I pulled up just outside the red line that marked the kill zone around the building. A moment and the doors swung open, and then Mom, Cornelius, and Gus were in the car. I let out a breath I hadn’t known I was holding and turned left, into the next row, heading down through a corridor of parked cars toward Stadium Drive. I would only be on it for a minute. Once I made a left onto Old Spanish Trail, I could blend in with traffic.
The taco truck went airborne.
My brain refused to process what my eyes were seeing.
The truck hurtled toward us as if someone had hit it with a giant bat. It was like a movie.
Food truck. Propane. Fire.
We were trapped between two rows of cars.

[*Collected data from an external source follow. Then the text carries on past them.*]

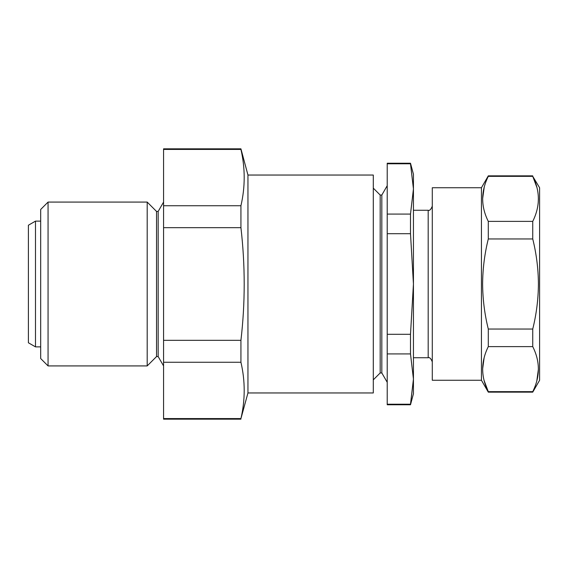 <?xml version="1.0" encoding="UTF-8"?>
<svg xmlns="http://www.w3.org/2000/svg" width="568" height="568" viewBox="0 0 568 568"><rect width="100%" height="100%" fill="white"/><g stroke="black" fill="none" stroke-linecap="round" stroke-linejoin="round"><path stroke-width="0.85" d="M156.534 356.576L156.534 211.424L147.19 202.08L147.19 365.92L156.534 356.576L158.174 356.576L158.174 211.424L156.534 211.424M158.174 356.576L163.57 365.92M158.174 211.424L163.57 202.08M48.06 365.92L40.69 358.55L40.69 209.45L48.06 202.08L48.06 365.92L147.19 365.92M240.931 148.83L247.953 175.043L247.953 392.957L240.931 418.58C245.284 399.808 245.284 381.036 240.931 362.263L240.931 340.31C245.284 302.943 245.284 265.398 240.931 227.69L240.931 205.737C245.284 186.964 245.284 168.192 240.931 149.419L240.931 148.83L163.57 148.83L163.57 149.419L240.931 149.419M247.953 392.957L373.297 392.957L373.297 175.043L247.953 175.043M240.931 419.17L163.57 419.17L163.57 418.58L240.931 418.58M48.06 202.08L147.19 202.08M240.931 227.69L163.57 227.69L163.57 205.737L240.931 205.737M240.931 362.263L163.57 362.263L163.57 340.31L240.931 340.31M163.57 418.58L163.57 362.263M163.57 340.31L163.57 227.69M163.57 205.737L163.57 149.419M35.493 346.878L28.4 342.781L28.4 225.219L35.493 221.122L35.493 346.878L40.69 346.878M536.895 187.404L532.741 176.336L539.6 187.738L539.6 380.262L532.741 392.14L488.295 392.14L488.295 391.664C480.798 376.726 480.798 361.709 488.295 346.615L488.295 329.049C484.61 314.253 482.722 299.237 482.615 284C482.708 268.856 484.596 253.839 488.295 238.951L532.741 238.951C536.433 253.839 538.329 268.856 538.414 284C538.315 299.237 536.419 314.253 532.741 329.049L532.741 346.615C540.239 361.546 540.239 376.563 532.741 391.664L532.741 392.14M536.803 380.95L538.414 369.136M481.437 380.262L432.284 380.262L432.284 187.738L481.437 187.738L481.437 380.262L488.295 392.14M484.128 357.733L482.615 369.136M484.142 380.595L488.295 391.664L532.741 391.664M538.166 203.514L538.414 198.864M484.234 187.049L482.615 198.864M532.741 221.385L488.295 221.385C480.798 206.454 480.798 191.437 488.295 176.336L532.741 176.336C540.239 191.274 540.239 206.291 532.741 221.385L532.741 238.951M488.295 329.049L532.741 329.049M532.741 346.615L488.295 346.615M532.741 175.86L488.295 175.86L488.295 176.336M488.295 221.385L488.295 238.951M380.184 372.956L381.824 372.956L381.824 195.044L380.184 195.044L380.184 372.956L373.297 379.85M410.494 404.757L413.44 379.069L410.494 404.224L387.22 404.224L387.22 353.914L410.494 353.914L413.44 379.069L413.44 393.78L410.494 404.757L387.22 404.757L387.22 404.224M387.22 163.776L410.494 163.776L413.44 188.931L413.44 174.22L410.494 163.243L387.22 163.243L387.22 214.086L410.494 214.086L413.44 188.931L413.44 284L410.494 334.303L387.22 334.303L387.22 233.696L410.494 233.696L413.44 284L413.44 379.069M410.494 163.243L410.494 163.776M410.494 214.086L410.494 233.696M387.22 214.086L387.22 233.696M410.494 334.303L410.494 353.914M387.22 334.303L387.22 353.914M413.44 357.733L428.187 357.733L428.187 210.266C429.557 210.891 430.92 209.528 432.284 206.17M35.493 221.122L40.69 221.122M428.187 210.266L413.44 210.266M428.187 357.733C429.557 357.109 430.92 358.472 432.284 361.83M481.437 187.738L488.295 175.86M381.824 372.956L387.22 382.307M381.824 195.044L387.22 185.693M380.184 195.044L373.297 188.15"/></g></svg>

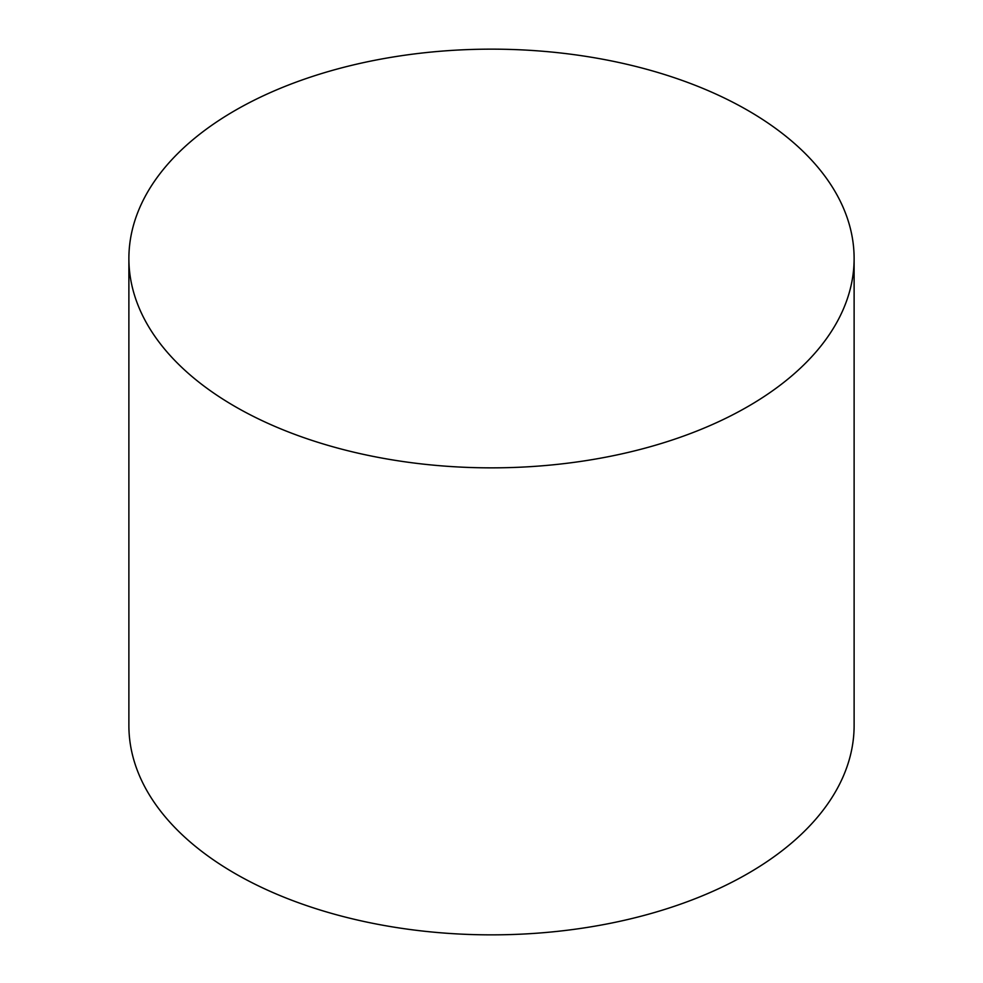 <?xml version="1.0" encoding="UTF-8"?>
<svg xmlns="http://www.w3.org/2000/svg" width="983" height="983" viewBox="0 0 983 983"><rect width="100%" height="100%" fill="white"/><g stroke="black" fill="none" stroke-linecap="round" stroke-linejoin="round"><path stroke-width="1.47" d="M235.097 406.544A362.616 209.354 0 0 0 630.263 451.922A362.616 209.354 0 0 0 854.116 258.504A362.616 209.354 0 0 0 491.5 49.15A362.616 209.354 0 0 0 128.884 258.504A362.616 209.354 0 0 0 235.097 406.544M128.884 258.504L128.884 725.503A362.616 209.354 0 0 0 235.097 873.543A362.616 209.354 0 0 0 630.263 918.921A362.616 209.354 0 0 0 854.116 725.503L854.116 258.504"/></g></svg>
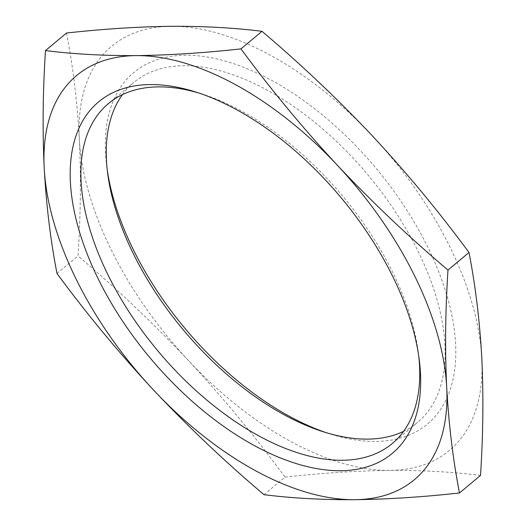 <?xml version="1.0" encoding="UTF-8"?>
<svg xmlns="http://www.w3.org/2000/svg" width="526" height="526" viewBox="0 0 526 526"><rect width="100%" height="100%" fill="white"/><g stroke="black" fill="none" stroke-linecap="round" stroke-linejoin="round"><path stroke-width="0.39" stroke-dasharray="2.63 1.97" d="M418.749 356.115A221.426 120.533 -129.9 0 0 418.354 352.768A221.426 120.533 -129.9 0 0 202.392 94.128A221.426 120.533 -129.9 0 0 199.163 93.135M326.837 432.865A229.007 124.655 -129.9 0 0 330.131 433.943A229.007 124.655 -129.9 0 0 375.557 441.432A229.007 124.655 -129.9 0 0 427.763 247.062A229.007 124.655 -129.9 0 0 185.54 55.263A229.007 124.655 -129.9 0 0 106.778 166.446A229.007 124.655 -129.9 0 0 107.251 169.885M122.42 94.634A221.426 120.533 50.1 0 1 133.749 82.457A221.426 120.533 50.1 0 1 183.804 65.73A221.426 120.533 50.1 0 1 395.736 212.294A221.426 120.533 50.1 0 1 417.585 422.391A221.426 120.533 50.1 0 1 403.58 431.366M56.992 273.487L78.026 255.925C80.662 214.976 81.083 175.868 79.301 138.601C77.243 101.564 72.983 66.375 66.513 33.02M263.999 494.683L285.033 477.121C255.084 436.455 222.925 397.63 188.558 360.652C153.927 323.898 117.081 288.991 78.026 255.925M480.527 475.412C452.485 471.894 422.247 470.224 389.805 470.395C357.022 470.796 322.096 473.038 285.033 477.121M481.796 358.094A263.355 143.355 50.1 0 1 389.805 470.395A263.355 143.355 50.1 0 1 188.558 360.652A263.355 143.355 50.1 0 1 79.301 138.601A263.355 143.355 50.1 0 1 171.285 26.3A263.355 143.355 50.1 0 1 372.533 136.043A263.355 143.355 50.1 0 1 481.796 358.094M202.392 94.128L195.869 92.057M418.354 352.768L419.222 359.554M392.251 443.543L417.585 422.391M108.415 103.609L133.749 82.457M323.608 431.872L330.131 433.943M107.646 173.232L106.778 166.446"/><path stroke-width="0.79" d="M150.443 84.568A229.007 124.655 50.1 0 1 195.869 92.057A229.007 124.655 50.1 0 1 419.222 359.554A229.007 124.655 50.1 0 1 340.46 470.737A229.007 124.655 50.1 0 1 98.237 278.938A229.007 124.655 50.1 0 1 150.443 84.568M199.163 93.135A221.426 120.533 -129.9 0 0 158.471 86.882A221.426 120.533 -129.9 0 0 108.415 103.609A221.426 120.533 -129.9 0 0 130.264 313.706A221.426 120.533 -129.9 0 0 342.196 460.27A221.426 120.533 -129.9 0 0 392.251 443.543A221.426 120.533 -129.9 0 0 418.749 356.115M403.58 431.366A221.426 120.533 50.1 0 1 367.529 439.118A221.426 120.533 50.1 0 1 323.608 431.872A221.426 120.533 50.1 0 1 107.646 173.232A221.426 120.533 50.1 0 1 122.42 94.634M240.967 48.879C203.825 52.968 168.899 55.204 136.195 55.605C103.688 55.769 73.449 54.099 45.473 50.588C42.843 91.537 42.422 130.645 44.204 167.906C46.262 204.943 50.522 240.139 56.992 273.487C86.941 314.154 119.1 352.979 153.467 389.957C188.104 426.711 224.944 461.618 263.999 494.683C291.969 498.194 322.208 499.871 354.715 499.7C387.425 499.305 422.345 497.063 459.487 492.98L480.527 475.412C483.157 434.463 483.578 395.355 481.796 358.094C479.738 321.057 475.478 285.861 469.008 252.513L447.974 270.075C408.919 237.009 372.073 202.102 337.442 165.348C303.075 128.37 270.916 89.545 240.967 48.879L262.001 31.317C301.056 64.382 337.896 99.289 372.533 136.043C406.9 173.021 439.059 211.846 469.008 252.513M45.473 50.588L66.513 33.02C103.576 28.943 138.502 26.701 171.285 26.3C203.726 26.129 233.965 27.799 262.001 31.317M459.487 492.98C453.017 459.625 448.757 424.436 446.699 387.399C444.917 350.132 445.338 311.024 447.974 270.075M354.715 499.7A263.355 143.355 50.1 0 1 153.467 389.957A263.355 143.355 50.1 0 1 44.204 167.906A263.355 143.355 50.1 0 1 136.195 55.605A263.355 143.355 50.1 0 1 337.442 165.348A263.355 143.355 50.1 0 1 446.699 387.399A263.355 143.355 50.1 0 1 354.715 499.7M107.251 169.885A229.007 124.655 -129.9 0 0 326.837 432.865"/></g></svg>

I wrenched the wheel to my left. Rhino plowed into a red Honda. The impact yanked us forward. The taco truck flew past.
“Out!” Mom barked.
We moved. I landed on my side of Rhino. Out of the corner of my eye, I saw the taco truck stop as if it had hit an invisible wall. It turned, spinning on its axis in midair.
I sprinted down the row of cars, ducking behind them as I ran.
The taco truck smashed into Rhino. The world exploded. The blast wave picked me up and tossed me to the right, straight into a white pickup. Thunder punched my ears. My head swam. I spun around, trying to clear the transparent swirls in front of my eyes.
An orange fireball engulfed Rhino. Grandma Frida wasn’t going to like that. Not one bit.
My ears stopped ringing.
The truck in front of me slid, pulled out of the way. I dashed left, across the row, ducked behind a black car and kept moving, back toward Rhino and the burning wreck.
It had to be Xavier. His talent relied on sight. He must’ve been hiding behind the taco truck and now he was digging through the cars, shoving them out of the way trying to find me.
I jumped to my feet, ran back toward the entrance, and ducked behind another white truck. I pressed myself against it, edged toward the row, and peeked around the bed.
At the far end of the row, Xavier stood, his arms raised in a mage pose, elbows bent, palms cradling invisible basketballs. The ground around his feet glowed with white. He had set up an arcane circle. A pair of over-the-ear headphones shielded his ears. He’d come prepared.
Connor with a simple amplification could throw a city bus around like a frisbee. Xavier had less control but almost as much power, and my siren call would do nothing. He wouldn’t be able to hear me.
I chanced a second look. Another man stood next to Xavier, tall, lanky, with pale blond hair dripping onto his forehead, identical headphones protecting him from my magic. Dag Gunderson.
How was he here? Where was Alessandro? Was he dead?
A second circle, a deep magenta, ignited at Gunderson’s feet. The glow flared, illuminating a wooden crate behind them, and settled into a steady glimmer.
Alessandro couldn’t be dead. It would take a lot more than Gunderson to kill him. I grabbed onto that thought and used it like a life preserver to keep myself from being dragged down into panic.
Gunderson thrust his arms forward and strained, as if trying to lift an enormous weight.
My magic spiraled to them. Without my voice, my wings were my next best bet. But mesmerizing with wings alone took time. Xavier would snipe me the moment he saw me. Not to mention that they were too far away, and distance was a factor.
Gunderson snarled, the veins in his neck bulging. The arcane circle slid off the ground, tilted on its side, and hung in the empty air twenty feet above the asphalt like a curtain of magic.
What the hell . . .
Wood cracked. The crate behind Xavier snapped open, and a cloud of projectiles rose in the air.
Oh great, Xavier brought his toys.
I opened my mouth and sang. My magic snaked across the parking lot and wound around their minds, but I had no way in. I sang out, pouring power into my voice.
No effect. It was like trying to grasp a cannonball dipped in oil. It was heavy and slick, and the tendrils of my magic kept sliding off.
The projectiles shot forward, slicing through Gunderson’s arcane screen, and turned into glowing magenta sparks. The shower of magic rained onto the cars like an arrow storm launched by an ancient army.
A spark punctured the truck bed next to me. I glimpsed an eight-inch nail coated in a magenta glow and dove to the side. The nail detonated with a shriek. Magic crackled above my head. I glanced back. The truck bed was a mess of twisted metal, like an aluminum can that had exploded from the inside out. All around me holes gaped in cars. Metal debris littered the parking lot.
Moving cars back and forth trying to find us would have taken too much juice. Instead, they would turn them into shrapnel bombs.